Problem requirements: Lines from the first one down to the one containing "Also in this commit, not shown: 87" in the data below are the only ones needed; please return them exactly, both ends included.

Data for this exercise Start Marker

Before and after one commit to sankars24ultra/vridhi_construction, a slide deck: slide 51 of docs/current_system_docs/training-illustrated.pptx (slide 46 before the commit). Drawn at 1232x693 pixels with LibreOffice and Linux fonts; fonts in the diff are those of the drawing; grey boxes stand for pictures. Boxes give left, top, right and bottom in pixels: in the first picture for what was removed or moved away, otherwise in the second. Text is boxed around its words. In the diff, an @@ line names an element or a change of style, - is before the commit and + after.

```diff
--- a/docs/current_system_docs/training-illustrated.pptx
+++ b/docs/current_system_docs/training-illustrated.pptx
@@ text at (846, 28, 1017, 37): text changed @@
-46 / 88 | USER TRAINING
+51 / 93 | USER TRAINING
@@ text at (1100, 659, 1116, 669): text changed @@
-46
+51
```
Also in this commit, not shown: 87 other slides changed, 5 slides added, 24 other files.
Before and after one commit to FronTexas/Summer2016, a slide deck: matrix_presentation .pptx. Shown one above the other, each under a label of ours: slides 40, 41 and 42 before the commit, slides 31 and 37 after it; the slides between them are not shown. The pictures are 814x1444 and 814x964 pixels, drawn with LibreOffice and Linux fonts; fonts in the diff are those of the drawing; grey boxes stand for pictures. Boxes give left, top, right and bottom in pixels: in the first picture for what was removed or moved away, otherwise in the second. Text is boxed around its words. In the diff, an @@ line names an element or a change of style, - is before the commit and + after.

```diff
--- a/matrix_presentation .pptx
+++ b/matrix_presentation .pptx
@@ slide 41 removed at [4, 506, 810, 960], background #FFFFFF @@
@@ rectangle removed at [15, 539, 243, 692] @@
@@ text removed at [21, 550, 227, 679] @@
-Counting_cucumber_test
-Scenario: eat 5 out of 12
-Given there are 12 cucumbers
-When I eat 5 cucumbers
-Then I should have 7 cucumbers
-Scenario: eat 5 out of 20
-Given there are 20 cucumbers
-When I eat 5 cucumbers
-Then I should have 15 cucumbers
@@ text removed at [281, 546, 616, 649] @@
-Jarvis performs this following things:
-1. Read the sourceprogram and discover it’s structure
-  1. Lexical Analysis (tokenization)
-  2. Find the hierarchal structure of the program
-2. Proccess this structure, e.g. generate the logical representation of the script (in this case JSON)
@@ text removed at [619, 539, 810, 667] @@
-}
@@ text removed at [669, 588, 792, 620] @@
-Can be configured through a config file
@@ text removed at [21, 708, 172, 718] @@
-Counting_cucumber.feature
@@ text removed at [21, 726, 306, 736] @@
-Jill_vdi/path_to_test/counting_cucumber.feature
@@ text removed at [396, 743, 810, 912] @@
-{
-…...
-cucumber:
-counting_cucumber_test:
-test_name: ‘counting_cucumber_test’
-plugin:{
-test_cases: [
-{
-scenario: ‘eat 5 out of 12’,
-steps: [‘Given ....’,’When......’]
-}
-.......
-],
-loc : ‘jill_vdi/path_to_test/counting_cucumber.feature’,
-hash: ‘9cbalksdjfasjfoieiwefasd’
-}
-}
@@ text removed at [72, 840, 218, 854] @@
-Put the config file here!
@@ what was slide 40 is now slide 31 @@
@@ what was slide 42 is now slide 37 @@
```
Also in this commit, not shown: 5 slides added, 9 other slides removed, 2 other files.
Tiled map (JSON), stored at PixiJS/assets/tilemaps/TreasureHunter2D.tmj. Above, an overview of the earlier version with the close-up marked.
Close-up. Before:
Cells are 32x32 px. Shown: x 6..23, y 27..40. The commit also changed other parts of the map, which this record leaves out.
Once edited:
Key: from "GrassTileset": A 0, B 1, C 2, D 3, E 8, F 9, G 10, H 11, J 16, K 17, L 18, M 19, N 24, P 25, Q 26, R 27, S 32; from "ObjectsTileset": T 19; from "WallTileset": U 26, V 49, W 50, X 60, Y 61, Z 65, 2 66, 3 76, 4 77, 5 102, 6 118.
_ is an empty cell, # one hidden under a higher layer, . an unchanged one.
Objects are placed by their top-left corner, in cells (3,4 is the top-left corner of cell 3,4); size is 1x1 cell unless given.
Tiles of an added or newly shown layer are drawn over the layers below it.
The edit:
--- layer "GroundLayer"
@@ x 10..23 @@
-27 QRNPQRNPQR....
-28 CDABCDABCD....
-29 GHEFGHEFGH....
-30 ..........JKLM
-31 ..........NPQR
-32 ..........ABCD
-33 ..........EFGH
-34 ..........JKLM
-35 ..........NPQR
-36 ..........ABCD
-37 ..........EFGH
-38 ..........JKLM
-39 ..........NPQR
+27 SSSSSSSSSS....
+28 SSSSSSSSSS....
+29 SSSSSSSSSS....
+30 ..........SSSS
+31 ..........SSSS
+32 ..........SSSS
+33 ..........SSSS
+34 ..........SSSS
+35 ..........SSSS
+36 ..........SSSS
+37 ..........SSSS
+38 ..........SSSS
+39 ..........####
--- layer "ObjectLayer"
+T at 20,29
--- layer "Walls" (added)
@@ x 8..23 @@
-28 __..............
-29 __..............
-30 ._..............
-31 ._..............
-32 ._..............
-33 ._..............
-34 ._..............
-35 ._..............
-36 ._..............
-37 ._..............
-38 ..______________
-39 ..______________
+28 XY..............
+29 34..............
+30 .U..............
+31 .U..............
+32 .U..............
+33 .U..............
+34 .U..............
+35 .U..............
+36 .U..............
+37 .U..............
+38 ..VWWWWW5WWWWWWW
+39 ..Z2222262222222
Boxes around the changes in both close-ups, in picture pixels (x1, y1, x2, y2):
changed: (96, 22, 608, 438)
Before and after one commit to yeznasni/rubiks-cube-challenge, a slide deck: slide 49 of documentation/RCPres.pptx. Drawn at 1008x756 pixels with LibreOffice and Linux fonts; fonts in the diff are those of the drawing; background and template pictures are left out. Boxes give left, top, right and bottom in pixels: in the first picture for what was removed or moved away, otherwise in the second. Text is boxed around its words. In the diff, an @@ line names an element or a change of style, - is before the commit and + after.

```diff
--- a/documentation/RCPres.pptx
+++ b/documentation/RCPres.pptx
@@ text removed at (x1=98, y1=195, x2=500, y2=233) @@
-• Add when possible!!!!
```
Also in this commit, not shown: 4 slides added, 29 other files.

Data for this exercise End Marker

Output below:
Before and after one commit to sankars24ultra/vridhi_construction, a slide deck: slide 51 of docs/current_system_docs/training-illustrated.pptx (slide 46 before the commit). Drawn at 1232x693 pixels with LibreOffice and Linux fonts; fonts in the diff are those of the drawing; grey boxes stand for pictures. Boxes give left, top, right and bottom in pixels: in the first picture for what was removed or moved away, otherwise in the second. Text is boxed around its words. In the diff, an @@ line names an element or a change of style, - is before the commit and + after.

```diff
--- a/docs/current_system_docs/training-illustrated.pptx
+++ b/docs/current_system_docs/training-illustrated.pptx
@@ text at (846, 28, 1017, 37): text changed @@
-46 / 88 | USER TRAINING
+51 / 93 | USER TRAINING
@@ text at (1100, 659, 1116, 669): text changed @@
-46
+51
```
Also in this commit, not shown: 87 other slides changed, 5 slides added, 24 other files.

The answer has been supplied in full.